Health Insurance Tax and Employer Mandate to Hit Small Businesses Hardest

Published June 13, 2013

Beginning in 2014, the effects of a new Health Insurance Tax under President Obama’s health care law could result in the loss of jobs and employer-provided health insurance for many employees in small businesses above the fifty employee threshold.

HIT is a federal tax on health insurance firms based on the policies they sell to individuals and companies. It is designed to raise more than $100 billion in 2014-2024, representing just one of numerous taxes and fees designed to help pay for the president’s massive health care overhaul.

Small businesses are concerned the new tax, which begins next year, will undermine Obama’s claim that his law will lower the costs of health insurance. Instead, policy experts worry the federal health care reform will increase  premium costs, forcing many small businesses to cut jobs and dump their employer-provided health insurance altogether, sending their employees to look for insurance in the government’s health care exchanges.

Most Will See Premium Hikes

Devon Herrick, a senior fellow at the National Center for Policy Analysis, a public policy think tank located in Dallas, Texas, maintains HIT will not be applied evenly. Because most large corporations self-insure their workforce, he warns insurance companies will pass the costs directly to small businesses, the vast majority of which purchase coverage in the fully insured market.

“The smallest firms—those employing less than 50 workers—will not face penalties. Larger firms can satisfy their obligation by paying a $2,000 fine. Thus the incentive is for smaller firms to not expand beyond 50 workers, and for larger firms to pay a $2,000 fine rather than provide health coverage costing far more,” said Herrick.

Jonathan Ingram, a senior fellow for health policy and pension reform at the Illinois Policy Institute, agrees.

“ObamaCare comes with taxes like this. It’s a way for the administration to say it is prefunded even though it’s not. Small businesses and individuals are going to be paying the brunt, and combined with other taxes this will cause insurance premiums to go through the roof,” said Ingram.

Small Businesses Concerned

Ryan Thorn owns a small insurance planning firm near Salt Lake City. In May he told lawmakers, during a congressional hearing of the House Small Business Committee’s Subcommittee on Health Care and Technology, that many of the small business owners he deals with have told him they are “scared to death” of the new tax.

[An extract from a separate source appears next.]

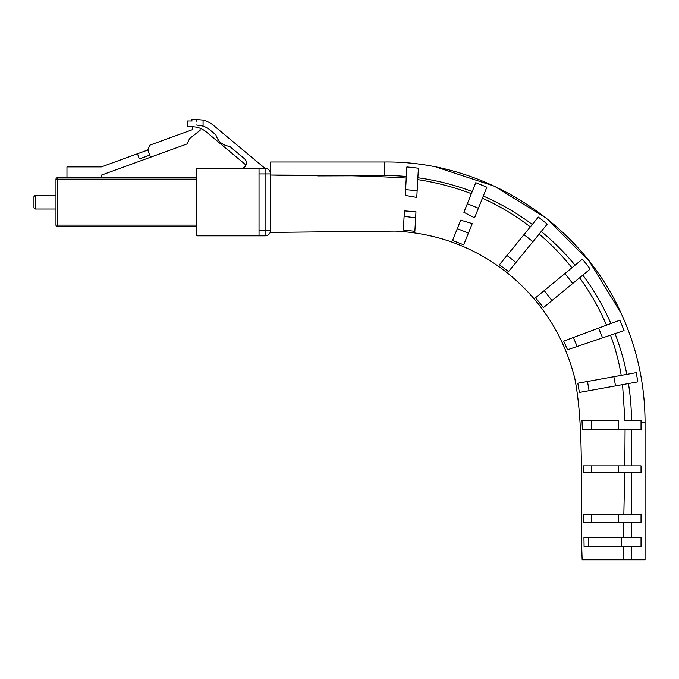 <?xml version="1.0" encoding="UTF-8"?>
<svg xmlns="http://www.w3.org/2000/svg" width="679" height="679" viewBox="0 0 679 679"><rect width="100%" height="100%" fill="white"/><g stroke="black" fill="none" stroke-linecap="round" stroke-linejoin="round"><path stroke-width="1.02" d="M55.967 219.139L55.967 225.097A1.375 1.375 0 0 0 57.342 226.48A1.375 1.375 0 0 1 55.967 225.097L55.967 185.112M33.95 207.63L35.325 209.005L33.95 207.63L33.95 196.621L35.325 195.246L55.967 195.246L55.967 184.238M55.967 195.246L55.967 179.146A1.375 1.375 0 0 1 57.342 177.771L196.851 177.771M55.967 220.013L55.967 225.097A1.375 1.375 0 0 0 57.342 226.48L57.342 225.097L196.851 225.097M475.775 182.71L472.219 191.546L475.775 182.71A256.246 256.246 0 0 1 486.86 187.217L483.304 196.053A246.723 246.723 0 0 1 532.277 224.469L538.303 217.085A256.246 256.246 0 0 1 547.257 224.104L541.239 231.48A246.723 246.723 0 0 1 575.054 265.183L582.395 259.132A256.246 256.246 0 0 1 590.187 269.054L582.837 275.122A246.723 246.723 0 0 1 610.905 323.543L619.842 320.225A256.246 256.246 0 0 1 624.06 330.563L615.038 333.627A246.723 246.723 0 0 1 626.819 374.358L636.181 372.669A256.246 256.246 0 0 1 637.827 381.87L628.457 383.567A246.723 246.723 0 0 1 631.504 420.59L641.018 420.59A256.246 256.246 0 0 1 641.027 422.253L641.027 429.637L631.512 429.637L631.512 465.836L624.824 465.836L625.07 429.637L624.824 465.836L583.142 465.836L583.219 472.754L624.688 472.754L623.848 514.275L583.626 514.275L583.736 522.253L623.721 522.253L591.494 522.253L618.34 522.253L591.494 522.253L618.34 522.253L618.34 514.275M591.494 514.275L610.048 514.275L591.494 514.275L610.048 514.275L591.494 514.275L591.494 522.253L583.736 522.253M631.512 465.836L641.027 465.836L641.027 472.754L615.997 472.754L618.34 472.754L615.997 472.754L618.34 472.754L618.34 465.836M591.494 465.836L591.494 472.754L583.219 472.754M618.34 429.637L591.494 429.637L591.494 422.253L591.494 429.637L618.34 429.637L591.494 429.637L618.34 429.637L618.34 422.253A233.551 233.551 0 0 0 618.331 420.59L582.005 420.59L582.387 429.637L631.512 429.637M460.71 220.174L472.236 223.578L460.71 220.174L452.545 240.476L463.689 244.839L472.236 223.578L460.71 220.174L457.29 228.679L460.71 220.174M270.59 177.771L270.59 175.038L292.471 175.53C330.452 174.978 368.374 175.81 406.246 178.034L405.278 195.425L416.77 197.411L417.763 179.621C436.232 182.464 454.098 187.141 471.37 193.659L463.876 212.298L465.836 207.418L463.876 212.298L474.562 217.806L482.429 198.234C499.421 205.813 515.386 215.362 530.307 226.888L499.404 264.759L508.529 271.583L539.151 234.043C551.102 244.185 562.025 255.423 571.947 267.747L535.544 297.75L543.412 307.621L579.603 277.779C590.374 292.624 599.336 308.419 606.508 325.173L563.672 341.079L567.542 349.736L610.497 335.163C615.403 348.319 618.976 361.729 621.217 375.377L577.795 383.245L579.382 392.454L622.541 384.637L624.943 420.59L631.504 420.59M350.585 175.802L317.619 175.903M191.894 120.989L191.894 119.165L203.072 120.073A27.516 27.516 0 0 1 213.698 125.547L265.09 168.417L259.03 168.417L259.03 235.834L196.851 235.834L196.851 168.417L259.03 168.417M33.95 196.621L35.325 195.246L35.325 209.005L55.967 209.005M196.851 226.48L57.342 226.48A1.375 1.375 0 0 1 55.967 225.097A1.375 1.375 0 0 0 57.342 226.48A1.375 1.375 0 0 1 55.967 225.097L57.342 225.097L57.342 177.771M66.966 177.771L66.966 166.898L101.366 166.898L147.818 149.991L149.864 145.153L192.505 129.638L192.878 126.778M137.481 153.751L139.356 158.92L149.703 155.16L147.818 149.991M149.703 155.16L150.466 157.248L101.366 175.123L101.366 177.771M200.101 128.246L200.101 130.36L189.619 138.516L187.022 143.948L150.466 157.248M404.412 210.889L415.964 211.772L415.624 217.866A206.705 206.705 0 0 0 404.098 216.457L403.343 230.011L414.869 231.318L415.964 211.772L404.412 210.889L403.343 230.011M405.601 189.628A233.551 233.551 0 0 1 417.135 190.952M463.689 244.839L468.366 233.203A206.705 206.705 0 0 0 457.29 228.679M641.027 422.253L645.05 422.253C644.948 384.204 636.987 347.886 621.141 313.291C580.562 222.551 484.178 160.855 384.781 161.984L384.781 175.53A246.723 246.723 0 0 1 406.339 176.472L406.865 166.966A256.246 256.246 0 0 1 418.4 168.222L417.865 177.762A246.723 246.723 0 0 1 472.219 191.546L467.305 203.768A233.551 233.551 0 0 1 478.389 208.283L483.304 196.053M532.913 241.69L515.947 262.493A206.705 206.705 0 0 0 506.95 255.516L523.942 234.688A233.551 233.551 0 0 1 532.913 241.69L515.947 262.493M582.837 275.122L551.908 300.61A206.705 206.705 0 0 0 544.176 290.637L564.886 273.561A233.551 233.551 0 0 1 572.66 283.508L551.908 300.61M567.652 349.702L577.108 346.494A206.705 206.705 0 0 0 573.314 337.497L563.672 341.079M610.905 323.543L598.53 328.135A233.551 233.551 0 0 1 602.553 337.862M589.066 390.705A206.705 206.705 0 0 0 587.428 381.496L577.795 383.245M613.85 376.709L601.543 378.941L613.85 376.709A233.551 233.551 0 0 1 615.488 385.918L637.827 381.87M582.005 420.59L591.485 420.59A206.705 206.705 0 0 1 591.494 422.253M617.839 546.739L621.243 546.739L621.243 537.692L604.913 537.692M588.583 537.692L588.583 546.739L609.25 546.739M645.05 422.253L645.05 559.836L582.166 559.836C579.645 498.513 585.009 430.562 574.723 378.076C563.893 335.782 541.664 300.916 508.045 273.476C474.961 247.275 437.369 233.152 395.271 231.098L270.59 232.405L270.59 226.48M270.59 225.097L270.59 179.146M631.512 472.754L631.512 514.275L641.027 514.275L641.027 522.253L623.721 522.253L623.492 537.692L583.957 537.692L584.093 546.739L623.364 546.739L623.195 559.836M474.562 217.806L463.876 212.298M416.77 197.411L405.278 195.425M270.59 175.038L384.781 175.53M624.824 465.836L625.07 429.637M631.512 522.253L631.512 537.692L641.027 537.692L641.027 546.739L631.512 546.739L631.512 559.836M415.964 211.772L415.624 217.866M506.95 255.516L523.942 234.688M535.544 297.75L564.886 273.561M406.339 176.472L406.246 178.034M417.763 179.621L418.4 168.222M532.277 224.469L530.307 226.888M539.151 234.043L541.239 231.48M575.054 265.183L571.947 267.747M610.497 335.163L624.06 330.563M626.819 374.358L621.217 375.377M631.512 514.275L623.848 514.275M631.512 537.692L623.492 537.692M259.03 235.834L265.09 235.834A5.5 5.5 0 0 0 270.59 230.325L270.59 161.984L384.781 161.984M621.243 546.739L631.512 546.739M582.387 429.637L591.494 429.637M240.909 168.417A5.5 5.5 0 0 0 244.432 158.691L229.655 146.358C222.627 145.425 218.035 141.597 215.888 134.866L210.032 129.986A21.736 21.736 0 0 0 203.072 126.09L196.189 124.944M196.078 119.165L196.197 121.286M265.09 168.417A5.5 5.5 0 0 1 270.59 173.917A5.5 5.5 0 0 0 265.09 168.417L265.09 173.917L259.03 173.917M245.985 165.039L206.153 131.811A21.736 21.736 0 0 0 192.233 126.769L187.217 126.769L187.217 120.989L192.199 120.989M196.851 179.146L55.967 179.146M259.03 230.325L265.09 230.325L265.09 173.917L270.59 173.917M203.072 120.073L203.072 126.09M265.09 235.834L265.09 230.325L270.59 230.325A5.5 5.5 0 0 1 265.09 235.834M436.775 167.238L494.592 186.284L546.4 218.248L589.364 261.364L621.141 313.291"/></g></svg>

“HIT is a big share of how ObamaCare is going to be funded. All these small businesses are now being asked to shoulder this huge burden in a bad economy, and it scares the daylights out of them. Insurance premiums for an individual are expected to go up by $200, and for a family they are expected to rise by about $500 next year. They’re throwing their hands in the air,” said Thorn.

Thorn says his clients are making plans on how to deal with the new tax.

“Having small businesses and the individual market pay for this is wrong. There are better ways to do this,” Thorn said. “ObamaCare is a massive bill that could have been broken apart piece by piece. Instead, we’ve got this monstrosity that is going to control 1/6th of our entire GDP. It’s scary how much control we are giving our government.”

Accusation of Cronyism

John Dunn, a physician, lawyer, and policy advisor for The Heartland Institute, expressed grave concerns about the unintended consequences of the employer mandate in general, particularly given the ability of the administration to distribute exemptions from it.

“We have over 1,700 exemptions for corporations and unions to opt out of their ObamaCare employer mandate obligations. This is what happens when government picks the economic winners and losers. Small businessmen are not invited to the table, and they have no voice when the deals are being cut,” explains Dunn.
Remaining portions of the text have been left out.